USD 253 students and staff will be back in person for the coming school year, however, mask use and other mitigation strategies will be present as well.
The USD 253 Board voted 4-2 Wednesday evening to accept a recommendation from the district’s COVID-19 advisory committee that will see mandatory mask use for all students and visitors under the age of 11 as they are not eligible for vaccinations at this time. Mask use for students and visitors over the age of 12, as well as staff, will be optional inside district facilities, however, it will be mandatory on school buses.

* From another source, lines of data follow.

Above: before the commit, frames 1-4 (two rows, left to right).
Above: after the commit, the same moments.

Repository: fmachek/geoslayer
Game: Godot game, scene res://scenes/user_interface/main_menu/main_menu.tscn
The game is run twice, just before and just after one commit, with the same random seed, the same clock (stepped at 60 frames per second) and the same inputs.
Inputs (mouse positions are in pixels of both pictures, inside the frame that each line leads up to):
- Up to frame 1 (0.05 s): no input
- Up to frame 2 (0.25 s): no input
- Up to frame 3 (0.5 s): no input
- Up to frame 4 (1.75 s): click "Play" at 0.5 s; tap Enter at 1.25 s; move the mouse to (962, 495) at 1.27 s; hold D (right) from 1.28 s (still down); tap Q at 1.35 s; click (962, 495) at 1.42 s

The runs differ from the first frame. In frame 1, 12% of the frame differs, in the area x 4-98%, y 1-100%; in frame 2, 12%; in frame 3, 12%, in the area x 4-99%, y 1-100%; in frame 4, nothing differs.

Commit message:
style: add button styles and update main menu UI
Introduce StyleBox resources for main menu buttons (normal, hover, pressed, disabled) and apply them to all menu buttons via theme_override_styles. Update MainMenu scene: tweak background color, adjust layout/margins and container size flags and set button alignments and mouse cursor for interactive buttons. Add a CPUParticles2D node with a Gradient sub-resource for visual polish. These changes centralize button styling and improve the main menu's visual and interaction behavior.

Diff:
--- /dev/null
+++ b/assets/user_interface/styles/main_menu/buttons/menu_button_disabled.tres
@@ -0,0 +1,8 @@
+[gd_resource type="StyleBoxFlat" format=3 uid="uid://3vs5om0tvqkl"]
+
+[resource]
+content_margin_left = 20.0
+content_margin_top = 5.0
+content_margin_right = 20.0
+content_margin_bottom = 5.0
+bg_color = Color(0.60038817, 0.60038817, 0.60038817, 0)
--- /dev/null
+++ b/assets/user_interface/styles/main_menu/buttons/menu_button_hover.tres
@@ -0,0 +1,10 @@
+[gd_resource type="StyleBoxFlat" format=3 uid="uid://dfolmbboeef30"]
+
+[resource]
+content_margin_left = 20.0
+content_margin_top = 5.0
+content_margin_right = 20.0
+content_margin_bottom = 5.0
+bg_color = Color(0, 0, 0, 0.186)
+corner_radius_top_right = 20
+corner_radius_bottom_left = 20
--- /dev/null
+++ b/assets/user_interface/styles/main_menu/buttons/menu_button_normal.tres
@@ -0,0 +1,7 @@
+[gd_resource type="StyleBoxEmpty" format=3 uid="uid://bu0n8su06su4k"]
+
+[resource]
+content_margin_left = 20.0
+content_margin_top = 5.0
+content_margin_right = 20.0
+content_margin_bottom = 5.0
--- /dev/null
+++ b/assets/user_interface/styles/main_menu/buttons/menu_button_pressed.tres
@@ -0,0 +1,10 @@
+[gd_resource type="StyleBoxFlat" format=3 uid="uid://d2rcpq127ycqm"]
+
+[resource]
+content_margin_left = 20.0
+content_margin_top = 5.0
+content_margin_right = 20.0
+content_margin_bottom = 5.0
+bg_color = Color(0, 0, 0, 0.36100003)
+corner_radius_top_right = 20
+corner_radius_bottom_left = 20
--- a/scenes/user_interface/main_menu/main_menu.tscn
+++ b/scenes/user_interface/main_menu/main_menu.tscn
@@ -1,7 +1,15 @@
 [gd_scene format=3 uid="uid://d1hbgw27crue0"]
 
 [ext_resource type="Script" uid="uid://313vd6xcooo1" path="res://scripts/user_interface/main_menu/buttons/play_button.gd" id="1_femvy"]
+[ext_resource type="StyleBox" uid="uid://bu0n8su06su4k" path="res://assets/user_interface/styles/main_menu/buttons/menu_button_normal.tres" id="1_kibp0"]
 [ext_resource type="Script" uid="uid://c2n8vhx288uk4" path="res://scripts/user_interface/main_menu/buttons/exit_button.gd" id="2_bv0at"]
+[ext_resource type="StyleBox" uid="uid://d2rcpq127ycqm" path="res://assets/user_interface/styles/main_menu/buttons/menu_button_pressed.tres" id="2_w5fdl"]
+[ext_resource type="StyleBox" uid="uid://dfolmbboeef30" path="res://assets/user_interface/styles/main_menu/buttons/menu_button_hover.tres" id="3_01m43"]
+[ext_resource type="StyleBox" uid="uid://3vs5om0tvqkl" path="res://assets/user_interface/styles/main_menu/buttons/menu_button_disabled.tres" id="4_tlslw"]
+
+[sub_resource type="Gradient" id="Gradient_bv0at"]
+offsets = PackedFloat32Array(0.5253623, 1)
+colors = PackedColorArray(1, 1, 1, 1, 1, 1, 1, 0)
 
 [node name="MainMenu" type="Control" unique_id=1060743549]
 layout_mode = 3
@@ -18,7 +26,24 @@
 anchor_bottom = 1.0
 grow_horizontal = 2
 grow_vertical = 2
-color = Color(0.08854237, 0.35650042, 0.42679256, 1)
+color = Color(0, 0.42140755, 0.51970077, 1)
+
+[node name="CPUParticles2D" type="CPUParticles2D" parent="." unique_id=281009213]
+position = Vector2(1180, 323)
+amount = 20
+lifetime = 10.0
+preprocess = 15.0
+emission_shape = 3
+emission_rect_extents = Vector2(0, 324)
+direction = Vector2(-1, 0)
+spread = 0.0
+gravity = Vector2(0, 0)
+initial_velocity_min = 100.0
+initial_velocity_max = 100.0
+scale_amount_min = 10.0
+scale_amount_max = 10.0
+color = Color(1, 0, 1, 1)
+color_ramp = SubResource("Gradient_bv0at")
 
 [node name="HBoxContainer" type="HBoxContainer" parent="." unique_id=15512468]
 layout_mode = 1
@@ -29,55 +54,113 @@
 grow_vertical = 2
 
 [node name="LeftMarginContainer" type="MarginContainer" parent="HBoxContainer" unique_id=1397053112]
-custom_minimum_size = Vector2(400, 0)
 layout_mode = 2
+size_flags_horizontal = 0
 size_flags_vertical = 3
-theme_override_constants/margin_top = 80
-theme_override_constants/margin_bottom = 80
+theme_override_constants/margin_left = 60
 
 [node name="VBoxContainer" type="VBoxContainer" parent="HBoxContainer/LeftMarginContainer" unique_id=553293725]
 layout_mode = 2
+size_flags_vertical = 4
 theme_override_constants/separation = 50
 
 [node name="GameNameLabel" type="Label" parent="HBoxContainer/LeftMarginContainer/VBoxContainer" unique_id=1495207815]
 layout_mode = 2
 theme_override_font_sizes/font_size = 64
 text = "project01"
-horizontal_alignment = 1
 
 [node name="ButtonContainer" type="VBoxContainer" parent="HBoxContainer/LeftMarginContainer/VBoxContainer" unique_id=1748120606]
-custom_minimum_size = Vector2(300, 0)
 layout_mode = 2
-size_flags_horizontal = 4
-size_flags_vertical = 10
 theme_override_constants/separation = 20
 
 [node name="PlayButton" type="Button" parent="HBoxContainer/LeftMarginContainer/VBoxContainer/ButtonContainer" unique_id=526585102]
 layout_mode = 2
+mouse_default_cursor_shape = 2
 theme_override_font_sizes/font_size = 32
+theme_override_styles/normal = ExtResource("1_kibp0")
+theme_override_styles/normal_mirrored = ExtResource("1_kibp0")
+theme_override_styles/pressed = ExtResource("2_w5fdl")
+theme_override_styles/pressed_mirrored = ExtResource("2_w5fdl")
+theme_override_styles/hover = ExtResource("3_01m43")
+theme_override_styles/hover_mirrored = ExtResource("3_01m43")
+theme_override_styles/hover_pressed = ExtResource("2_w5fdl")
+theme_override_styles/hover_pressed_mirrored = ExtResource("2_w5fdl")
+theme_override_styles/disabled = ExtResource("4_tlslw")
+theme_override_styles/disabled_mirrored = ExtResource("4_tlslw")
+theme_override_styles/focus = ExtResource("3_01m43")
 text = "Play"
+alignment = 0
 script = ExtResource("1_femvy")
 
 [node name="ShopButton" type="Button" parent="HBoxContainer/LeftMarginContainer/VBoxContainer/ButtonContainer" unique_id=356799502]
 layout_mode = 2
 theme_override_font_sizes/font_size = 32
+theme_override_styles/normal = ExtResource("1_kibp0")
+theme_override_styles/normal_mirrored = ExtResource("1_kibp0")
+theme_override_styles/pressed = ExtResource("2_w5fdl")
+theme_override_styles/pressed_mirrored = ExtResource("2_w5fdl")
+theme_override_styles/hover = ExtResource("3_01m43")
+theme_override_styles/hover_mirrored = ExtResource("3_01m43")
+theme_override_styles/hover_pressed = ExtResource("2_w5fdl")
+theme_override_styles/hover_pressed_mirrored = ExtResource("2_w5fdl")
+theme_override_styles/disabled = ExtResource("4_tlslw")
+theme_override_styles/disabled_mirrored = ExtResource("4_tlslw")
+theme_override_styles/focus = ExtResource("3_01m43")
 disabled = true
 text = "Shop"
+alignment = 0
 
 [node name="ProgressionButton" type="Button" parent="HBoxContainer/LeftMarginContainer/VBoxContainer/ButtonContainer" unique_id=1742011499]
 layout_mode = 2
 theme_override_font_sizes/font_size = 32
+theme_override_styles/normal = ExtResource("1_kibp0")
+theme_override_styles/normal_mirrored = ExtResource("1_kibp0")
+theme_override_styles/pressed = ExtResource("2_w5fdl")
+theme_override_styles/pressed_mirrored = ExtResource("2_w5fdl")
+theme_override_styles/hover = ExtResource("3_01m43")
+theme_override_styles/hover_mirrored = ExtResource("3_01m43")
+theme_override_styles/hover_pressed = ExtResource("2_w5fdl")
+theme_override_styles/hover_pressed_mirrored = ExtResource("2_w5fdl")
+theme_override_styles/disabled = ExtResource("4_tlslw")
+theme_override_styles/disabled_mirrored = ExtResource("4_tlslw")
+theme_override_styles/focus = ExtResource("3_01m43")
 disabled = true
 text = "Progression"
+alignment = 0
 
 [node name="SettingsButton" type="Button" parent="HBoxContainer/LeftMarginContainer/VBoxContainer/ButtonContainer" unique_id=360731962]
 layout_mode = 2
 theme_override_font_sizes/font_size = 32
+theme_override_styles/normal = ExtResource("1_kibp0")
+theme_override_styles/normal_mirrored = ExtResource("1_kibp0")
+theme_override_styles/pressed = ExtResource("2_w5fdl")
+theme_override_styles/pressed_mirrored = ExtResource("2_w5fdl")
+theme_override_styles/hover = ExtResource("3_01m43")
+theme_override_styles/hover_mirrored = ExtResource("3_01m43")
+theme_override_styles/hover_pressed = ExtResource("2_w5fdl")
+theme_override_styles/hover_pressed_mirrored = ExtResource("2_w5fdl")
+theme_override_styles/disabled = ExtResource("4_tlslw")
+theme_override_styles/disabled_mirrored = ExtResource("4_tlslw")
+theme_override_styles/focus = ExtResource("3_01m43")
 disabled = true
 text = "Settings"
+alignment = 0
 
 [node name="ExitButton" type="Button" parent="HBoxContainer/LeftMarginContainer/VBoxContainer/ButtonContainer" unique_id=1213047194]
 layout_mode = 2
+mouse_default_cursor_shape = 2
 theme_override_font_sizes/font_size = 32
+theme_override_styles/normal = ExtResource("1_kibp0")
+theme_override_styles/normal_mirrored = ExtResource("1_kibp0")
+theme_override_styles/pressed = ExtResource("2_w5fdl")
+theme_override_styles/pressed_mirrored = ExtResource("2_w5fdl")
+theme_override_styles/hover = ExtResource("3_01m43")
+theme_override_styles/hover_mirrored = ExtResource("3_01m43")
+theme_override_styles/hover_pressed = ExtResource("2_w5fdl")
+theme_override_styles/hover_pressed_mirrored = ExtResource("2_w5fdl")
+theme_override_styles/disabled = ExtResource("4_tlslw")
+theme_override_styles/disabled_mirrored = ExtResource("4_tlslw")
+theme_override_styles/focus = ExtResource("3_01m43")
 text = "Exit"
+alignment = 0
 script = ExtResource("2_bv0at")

Masks will not be required outdoors or during sporting events and the district will try to maintain cohorts with three feet of social distancing during certain classes such as P.E., music and art classes. Hand sanitizer will be available for all students during lunch and three feet of social distancing will need to be maintained whenever possible.
The food service department will be utilizing plexiglass as a secondary barrier with staff needing to wear masks if they are unvaccinated. Visitors will also be required to sign in and out of each building for contact tracing purposes.
Of the six board members in attendance, Wednesday, Mike Crouch and Mellisa Ogleby both voted against the recommendation for differing reasons. Crouch stated he would have preferred the district choose to implement optional mask use across all age groups giving parents more of an ability to choose what they feel is best for their students.
He says “we’re a year and a half into this and personal responsibility has to start to come into play.”
Ogleby was of a different mind on the matter as she proposed a separate motion that the board choose to move forward with universal mandatory mask use across all ages vaccinated or not. Her reasoning she says was based on recent recommendations from both local and federal health experts.
Board President Art Gutierrez, Vice President Leslie Seeley, Jeremy Dorsey and Grant Riles voted in favor of the committee’s recommendation. Dorsey says the topic of masks has become a very “polarizing” subject and he feels Wednesday’s decision was a “reasonable middle ground.”
Gutierrez shared Dorsey’s feelings on the matter and says his main concern is not about masks, but rather ensuring students are able to attend school in person for as long as possible.
Gutierrez says there is a possibility that the board’s decision is rendered moot as Kansas Governor Laura Kelly could decide to issue a statewide mandate affecting mitigation strategies in schools in the coming weeks much like she did last year. Regardless, Guttierez says the board will once again have to be as flexible as possible when it comes to decision-making over the course of the next year.
In other business, the board approved the legislative post audit (LPA) IT report, the 2021-2022 procurement plan for child nutrition programs, the district emergency operations plan and the continuation of the popular RecXtra afterschool program in partnership with the Emporia Recreation Commission, Boys and Girls Club of South Central Kansas and the Emporia Arts Council for the 2021-22 school year.
The USD 253 Board of Education is next scheduled to meet Wednesday, Aug. 11 at 7 pm inside the Mary Herbert Education Center.